Friday, October 13, 2017

Maybe the Problem Is Just Men Having Power

Harvey Weinstein
Hollywood greasebag Harvey Weinstein’s descent into pariah status has happened with haste I never expected. It took months for Bill Cosby’s rape accusations to gain sticking power, and he even headlined a successful tour while accusations kept dribbling out. How people feel about Bill Clinton, even after DNA evidence, still largely breaks along party lines. Malcolm Forbes and Jimmy Savile didn’t even get seriously accused until they were dead.

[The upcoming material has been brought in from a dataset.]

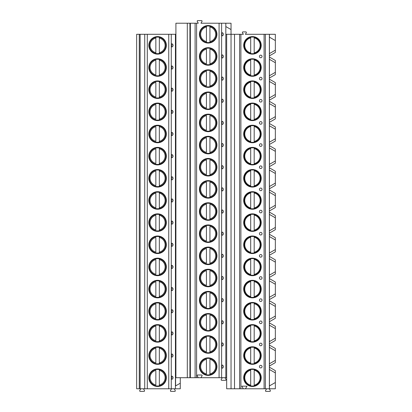 <?xml version="1.0" encoding="UTF-8"?>
<svg xmlns="http://www.w3.org/2000/svg" width="412" height="412" viewBox="0 0 412 412"><rect width="100%" height="100%" fill="white"/><g stroke="black" fill="none" stroke-linecap="round" stroke-linejoin="round"><path stroke-width="0.62" d="M243.291 388.784L245.47 388.784L246.984 386.168L241.777 386.168L243.291 388.784L226.672 388.784L226.672 34.294L225.822 34.294L225.822 377.706L175.6 377.706L175.6 385.915L180.271 383.222L180.271 377.706M269.438 388.784L269.438 367.231L275.345 370.64L275.345 372.906L269.438 369.497L275.345 372.906L275.345 388.784L245.47 388.784M226.672 377.706L225.822 377.706M175.909 34.294L175.43 34.294L175.43 388.784L180.271 388.784L180.271 383.222M175.43 34.294L136.655 34.294L136.655 388.784L139.271 388.784L139.271 34.294M225.822 23.216L231.034 23.216L231.034 29.561L225.822 26.553L225.822 23.216L200.984 23.216L202.004 21.45A0.567 0.567 0 0 0 201.514 20.6L197.75 20.6A0.567 0.567 0 0 0 197.26 21.45L198.28 23.216L175.909 23.216L175.909 377.706M269.438 367.231L269.438 366.026L275.345 362.612L275.345 350.751L269.438 347.342L269.438 343.871L275.345 340.456L275.345 328.596L269.438 325.186L269.438 321.715L275.345 318.301L275.345 306.44L269.438 303.031L269.438 299.56L275.345 296.146L275.345 284.285L269.438 280.876L269.438 277.405L275.345 273.99L275.345 262.13L269.438 258.721L269.438 255.249L275.345 251.835L275.345 239.975L269.438 236.565L269.438 233.094L275.345 229.68L275.345 217.819L269.438 214.405L269.438 210.939L275.345 207.524L275.345 195.664L269.438 192.25L269.438 188.778L275.345 185.369L275.345 173.509L269.438 170.094L269.438 166.623L275.345 163.214L275.345 151.353L269.438 147.939L269.438 144.468L275.345 141.058L275.345 129.198L269.438 125.784L269.438 122.312L275.345 118.903L275.345 107.043L269.438 103.628L269.438 100.157L275.345 96.748L275.345 84.887L269.438 81.473L269.438 78.002L275.345 74.593L275.345 62.732L269.438 59.318L269.438 55.847L275.345 52.437L275.345 34.294L245.403 34.294L246.299 32.749A0.567 0.567 0 0 0 245.81 31.894L242.951 31.894A0.567 0.567 0 0 0 242.462 32.749L243.353 34.294L231.034 34.294L231.034 29.561M231.034 388.784L231.034 34.294L226.672 34.294M234.521 388.784L234.521 34.294M243.683 45.371A8.765 8.765 0 0 0 252.448 54.137A8.765 8.765 0 0 0 261.213 45.371A8.765 8.765 0 0 0 252.448 36.606A8.765 8.765 0 0 0 243.683 45.371M243.683 67.527A8.765 8.765 0 0 0 252.448 76.292A8.765 8.765 0 0 0 261.213 67.527A8.765 8.765 0 0 0 252.448 58.761A8.765 8.765 0 0 0 243.683 67.527M243.683 89.682A8.765 8.765 0 0 0 252.448 98.447A8.765 8.765 0 0 0 261.213 89.682A8.765 8.765 0 0 0 252.448 80.917A8.765 8.765 0 0 0 243.683 89.682M243.683 111.837A8.765 8.765 0 0 0 252.448 120.603A8.765 8.765 0 0 0 261.213 111.837A8.765 8.765 0 0 0 252.448 103.072A8.765 8.765 0 0 0 243.683 111.837M243.683 133.993A8.765 8.765 0 0 0 252.448 142.763A8.765 8.765 0 0 0 261.213 133.993A8.765 8.765 0 0 0 252.448 125.227A8.765 8.765 0 0 0 243.683 133.993M243.683 156.148A8.765 8.765 0 0 0 252.448 164.918A8.765 8.765 0 0 0 261.213 156.148A8.765 8.765 0 0 0 252.448 147.383A8.765 8.765 0 0 0 243.683 156.148M243.683 178.303A8.765 8.765 0 0 0 252.448 187.074A8.765 8.765 0 0 0 261.213 178.303A8.765 8.765 0 0 0 252.448 169.538A8.765 8.765 0 0 0 243.683 178.303M243.683 200.459A8.765 8.765 0 0 0 252.448 209.229A8.765 8.765 0 0 0 261.213 200.459A8.765 8.765 0 0 0 252.448 191.693A8.765 8.765 0 0 0 243.683 200.459M243.683 222.619A8.765 8.765 0 0 0 252.448 231.384A8.765 8.765 0 0 0 261.213 222.619A8.765 8.765 0 0 0 252.448 213.849A8.765 8.765 0 0 0 243.683 222.619M243.683 244.774A8.765 8.765 0 0 0 252.448 253.54A8.765 8.765 0 0 0 261.213 244.774A8.765 8.765 0 0 0 252.448 236.004A8.765 8.765 0 0 0 243.683 244.774M243.683 266.93A8.765 8.765 0 0 0 252.448 275.695A8.765 8.765 0 0 0 261.213 266.93A8.765 8.765 0 0 0 252.448 258.159A8.765 8.765 0 0 0 243.683 266.93M243.683 289.085A8.765 8.765 0 0 0 252.448 297.85A8.765 8.765 0 0 0 261.213 289.085A8.765 8.765 0 0 0 252.448 280.315A8.765 8.765 0 0 0 243.683 289.085M243.683 311.24A8.765 8.765 0 0 0 252.448 320.006A8.765 8.765 0 0 0 261.213 311.24A8.765 8.765 0 0 0 252.448 302.475A8.765 8.765 0 0 0 243.683 311.24M243.683 333.396A8.765 8.765 0 0 0 252.448 342.161A8.765 8.765 0 0 0 261.213 333.396A8.765 8.765 0 0 0 252.448 324.63A8.765 8.765 0 0 0 243.683 333.396M243.683 355.551A8.765 8.765 0 0 0 252.448 364.316A8.765 8.765 0 0 0 261.213 355.551A8.765 8.765 0 0 0 252.448 346.786A8.765 8.765 0 0 0 243.683 355.551M243.683 377.706A8.765 8.765 0 0 0 252.448 386.471A8.765 8.765 0 0 0 261.213 377.706A8.765 8.765 0 0 0 252.448 368.941A8.765 8.765 0 0 0 243.683 377.706M262.042 56.449A1.308 1.308 0 0 1 260.734 57.757A1.308 1.308 0 0 1 259.426 56.449A1.308 1.308 0 0 1 260.734 55.141A1.308 1.308 0 0 1 262.042 56.449M262.042 78.604A1.308 1.308 0 0 1 260.734 79.913A1.308 1.308 0 0 1 259.426 78.604A1.308 1.308 0 0 1 260.734 77.296A1.308 1.308 0 0 1 262.042 78.604M262.042 100.76A1.308 1.308 0 0 1 260.734 102.068A1.308 1.308 0 0 1 259.426 100.76A1.308 1.308 0 0 1 260.734 99.452A1.308 1.308 0 0 1 262.042 100.76M262.042 122.915A1.308 1.308 0 0 1 260.734 124.223A1.308 1.308 0 0 1 259.426 122.915A1.308 1.308 0 0 1 260.734 121.607A1.308 1.308 0 0 1 262.042 122.915M262.042 145.07A1.308 1.308 0 0 1 260.734 146.378A1.308 1.308 0 0 1 259.426 145.07A1.308 1.308 0 0 1 260.734 143.762A1.308 1.308 0 0 1 262.042 145.07M262.042 167.226A1.308 1.308 0 0 1 260.734 168.534A1.308 1.308 0 0 1 259.426 167.226A1.308 1.308 0 0 1 260.734 165.918A1.308 1.308 0 0 1 262.042 167.226M262.042 189.381A1.308 1.308 0 0 1 260.734 190.694A1.308 1.308 0 0 1 259.426 189.381A1.308 1.308 0 0 1 260.734 188.073A1.308 1.308 0 0 1 262.042 189.381M262.042 211.541A1.308 1.308 0 0 1 260.734 212.85A1.308 1.308 0 0 1 259.426 211.541A1.308 1.308 0 0 1 260.734 210.228A1.308 1.308 0 0 1 262.042 211.541M262.042 233.697A1.308 1.308 0 0 1 260.734 235.005A1.308 1.308 0 0 1 259.426 233.697A1.308 1.308 0 0 1 260.734 232.389A1.308 1.308 0 0 1 262.042 233.697M262.042 255.852A1.308 1.308 0 0 1 260.734 257.16A1.308 1.308 0 0 1 259.426 255.852A1.308 1.308 0 0 1 260.734 254.544A1.308 1.308 0 0 1 262.042 255.852M262.042 278.007A1.308 1.308 0 0 1 260.734 279.315A1.308 1.308 0 0 1 259.426 278.007A1.308 1.308 0 0 1 260.734 276.699A1.308 1.308 0 0 1 262.042 278.007M262.042 300.163A1.308 1.308 0 0 1 260.734 301.471A1.308 1.308 0 0 1 259.426 300.163A1.308 1.308 0 0 1 260.734 298.854A1.308 1.308 0 0 1 262.042 300.163M262.042 322.318A1.308 1.308 0 0 1 260.734 323.626A1.308 1.308 0 0 1 259.426 322.318A1.308 1.308 0 0 1 260.734 321.01A1.308 1.308 0 0 1 262.042 322.318M262.042 344.473A1.308 1.308 0 0 1 260.734 345.781A1.308 1.308 0 0 1 259.426 344.473A1.308 1.308 0 0 1 260.734 343.165A1.308 1.308 0 0 1 262.042 344.473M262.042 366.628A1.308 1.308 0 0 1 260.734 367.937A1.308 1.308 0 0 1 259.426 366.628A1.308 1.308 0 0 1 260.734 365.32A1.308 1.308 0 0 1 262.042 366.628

This happens so consistently, though, that we should contemplate the moral. We keep discovering powerful men with their trousers around their ankles. This may mean literally, as with former House Speaker Dennis Hastert, or figuratively, like JP Morgan Chase CEO Jamie Dimon. Either way, we face a discomforting reality: men with egos big enough to pursue and achieve global power, have egos big enough to consider themselves immune from consequences.

Weinstein’s described behavior should sound familiar to people who follow these issues. Like Malcolm Forbes, he greeted targets wearing only a bathrobe, or less, and when his targets refused his advances, he’d masturbate, or otherwise gratify himself, in front of them. Like James Woods, he evidently approached very young women with grandiose offers in exchange for favors. Like Joss Whedon, he did this while publicly ballyhooing his progressive credentials.

In fact, the described behavior is so similar that, like medieval witch hunts, I’d almost believe the accusers were jumping on public hysteria and repeating claims they’d already heard from others. Except that we keep seeing the same behavior emerge from their mouths. They, or a handful of paid shills, deny the accusations and disparage the accusers. They throw themselves on the mercy of the courts. Then, they get convicted.

02102We’re still so early in the Weinstein scandal that we’re just seeing the “non-denial denial” stage. That’s when the accused insist they… something. At this stage, Bill Cosby simply went quiet, refusing to confirm or deny anything. Donald Trump issued a statement insisting that his recorded boasts don’t really reflect his identity. Bill Clinton took the unusual step of out-and-out lying. The effect is identical, however: “It’s not my fault!”

There’s also the attempt to paint oneself as the victim. Weinstein has issued a statement complaining that his wife and children left him, while his board fired him from the company bearing his name. Sob. Donald Trump mustered several of Bill Clinton’s accusers to redirect his story onto “crooked Hillary.” Roman Polanski fled the country and made several award-winning films to distract Americans from his rape confession.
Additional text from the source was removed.